Biological Background and Chemical Mechanism

Living organisms have developed features to ensure their existence in a wide variety of environments on Earth. While details of these features may be unique to particular conditions or species, two minimum requirements are the ability to reproduce and carry out regulated metabolic processes. A common theme in metabolic processes is the synthesis of complex and diverse molecules from a limited number of precursors. Amino acids are not only the building blocks of proteins and peptides, they are also important precursors in the biosynthesis of purines, pyrimidines, and other biomolecules. Additionally, amino acid biosynthesis is an ancient and fundamental process, and these metabolic pathways are represented in a diversity of organisms spanning all three domains of life. Regulated production of histidine depends on the complex interplay between nine catalytic active sites located on 6-8 polypeptide chains, depending on the organism. High resolution crystal structures of several of the enzymes regulating this vital pathway are now available [15,16]. Of particular interest is the fifth step of the metabolic pathway, where a protein complex known as hisH-hisF forms a key branch point. At this step, the formation of two products is catalyzed by the heterodimeric enzyme complex, imidazole glycerol phosphate synthase (IGPS), which consists of hisH, a class-I glutamine amidotransferase, and hisF, a synthase subunit that catalyzes a cyclase reaction. One product, imidazole glycerol phosphate (ImGP), is further used in histidine biosynthesis, and the other, 5-aminoimidazole-4-carboxamide ribotide (AICAR), initiates de novo synthesis of purines (see [17,18] and references therein).

Figure 1: HisH mechanism for glutaminase reaction; we will model the system after step 2 of this mechanism (middle, right).
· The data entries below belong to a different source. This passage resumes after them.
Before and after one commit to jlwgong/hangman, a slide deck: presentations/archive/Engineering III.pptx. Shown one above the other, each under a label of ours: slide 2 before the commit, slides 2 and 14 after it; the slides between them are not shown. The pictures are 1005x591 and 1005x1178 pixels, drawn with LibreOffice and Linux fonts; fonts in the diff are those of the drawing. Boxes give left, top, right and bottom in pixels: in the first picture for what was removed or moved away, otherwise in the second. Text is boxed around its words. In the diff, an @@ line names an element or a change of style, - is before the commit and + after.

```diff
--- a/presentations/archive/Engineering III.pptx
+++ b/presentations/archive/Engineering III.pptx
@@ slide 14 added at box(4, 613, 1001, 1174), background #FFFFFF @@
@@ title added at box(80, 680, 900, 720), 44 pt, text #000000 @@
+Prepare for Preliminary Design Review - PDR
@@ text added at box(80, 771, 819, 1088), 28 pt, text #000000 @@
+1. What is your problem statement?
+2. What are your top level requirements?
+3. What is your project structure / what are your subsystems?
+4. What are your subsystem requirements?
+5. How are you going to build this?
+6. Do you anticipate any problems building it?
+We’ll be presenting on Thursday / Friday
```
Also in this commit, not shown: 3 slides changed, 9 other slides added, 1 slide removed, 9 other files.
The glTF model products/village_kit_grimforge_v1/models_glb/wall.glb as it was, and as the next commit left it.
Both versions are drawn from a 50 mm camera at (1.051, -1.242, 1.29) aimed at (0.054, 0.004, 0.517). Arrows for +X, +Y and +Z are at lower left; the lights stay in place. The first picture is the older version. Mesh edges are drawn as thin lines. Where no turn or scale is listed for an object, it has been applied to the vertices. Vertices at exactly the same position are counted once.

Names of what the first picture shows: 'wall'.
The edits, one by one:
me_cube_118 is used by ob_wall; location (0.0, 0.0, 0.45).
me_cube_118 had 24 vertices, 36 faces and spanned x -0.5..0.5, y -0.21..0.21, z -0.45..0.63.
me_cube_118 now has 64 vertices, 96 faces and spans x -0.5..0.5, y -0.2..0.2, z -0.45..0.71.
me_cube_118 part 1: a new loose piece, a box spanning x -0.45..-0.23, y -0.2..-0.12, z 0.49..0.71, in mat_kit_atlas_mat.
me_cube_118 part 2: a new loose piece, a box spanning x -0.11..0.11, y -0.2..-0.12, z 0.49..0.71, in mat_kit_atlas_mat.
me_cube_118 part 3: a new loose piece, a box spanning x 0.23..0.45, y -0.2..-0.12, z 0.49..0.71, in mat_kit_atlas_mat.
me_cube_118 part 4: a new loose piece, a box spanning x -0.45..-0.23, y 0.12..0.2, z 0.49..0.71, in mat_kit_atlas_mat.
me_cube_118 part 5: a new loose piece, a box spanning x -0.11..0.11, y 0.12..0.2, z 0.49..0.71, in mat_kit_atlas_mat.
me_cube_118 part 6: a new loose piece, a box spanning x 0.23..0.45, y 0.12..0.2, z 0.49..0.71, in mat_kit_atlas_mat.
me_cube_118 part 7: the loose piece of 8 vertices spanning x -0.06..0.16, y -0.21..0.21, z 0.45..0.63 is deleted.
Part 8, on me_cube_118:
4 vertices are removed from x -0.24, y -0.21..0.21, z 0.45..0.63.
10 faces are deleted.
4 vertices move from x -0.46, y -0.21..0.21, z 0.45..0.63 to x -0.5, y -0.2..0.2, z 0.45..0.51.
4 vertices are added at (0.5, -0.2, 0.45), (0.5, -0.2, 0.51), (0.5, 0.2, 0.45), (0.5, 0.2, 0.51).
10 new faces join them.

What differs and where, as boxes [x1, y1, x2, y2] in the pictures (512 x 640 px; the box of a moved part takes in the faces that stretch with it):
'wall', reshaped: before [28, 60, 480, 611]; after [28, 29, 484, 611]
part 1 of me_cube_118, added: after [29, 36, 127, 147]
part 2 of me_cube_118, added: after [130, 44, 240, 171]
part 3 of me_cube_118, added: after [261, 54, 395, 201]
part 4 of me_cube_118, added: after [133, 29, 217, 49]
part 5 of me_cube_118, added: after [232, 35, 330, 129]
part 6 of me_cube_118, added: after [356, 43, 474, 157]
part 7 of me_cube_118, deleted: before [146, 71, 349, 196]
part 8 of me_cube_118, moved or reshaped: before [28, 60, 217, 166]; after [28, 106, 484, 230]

Characteristic of the superfamily to which it belongs, hisH has a strictly conserved catalytic triad active site: CYS84, HIS178, GLU180. The cysteine covalently binds glutamine, and the histidine, initially protonated, donates a proton to the amide group of glutamine to produce ammonia and glutamate. The conserved chemical mechanism for another enzyme (Carbamoyl Phosphate Synthetase) belonging to this superfamily is depicted below [19]. Subsequent steps allow the release of glutamate and the reprotonation of the active site histidine (HIS178). The molecule of ammonia then diffuses roughly 10 angstroms across the interface of the two proteins, enters the alpha-beta barrel of hisF through a presently unknown mechanism, and is transported through the barrel of hisF to the active site located at the C-terminal end of the barrel where it is incorporated into the next substrate. This exercise will lead you through the modelling of the hisH protein. We will investigate the catalytic triad that comprises its active site and determine the correct protonation states of all functionally important residues. After the cysteine has covalently bound glutamine, we are presented with a non-standard amino acid to simulate. It is our task to develop a set of force field parameters for the novel residue for use in MD simulations.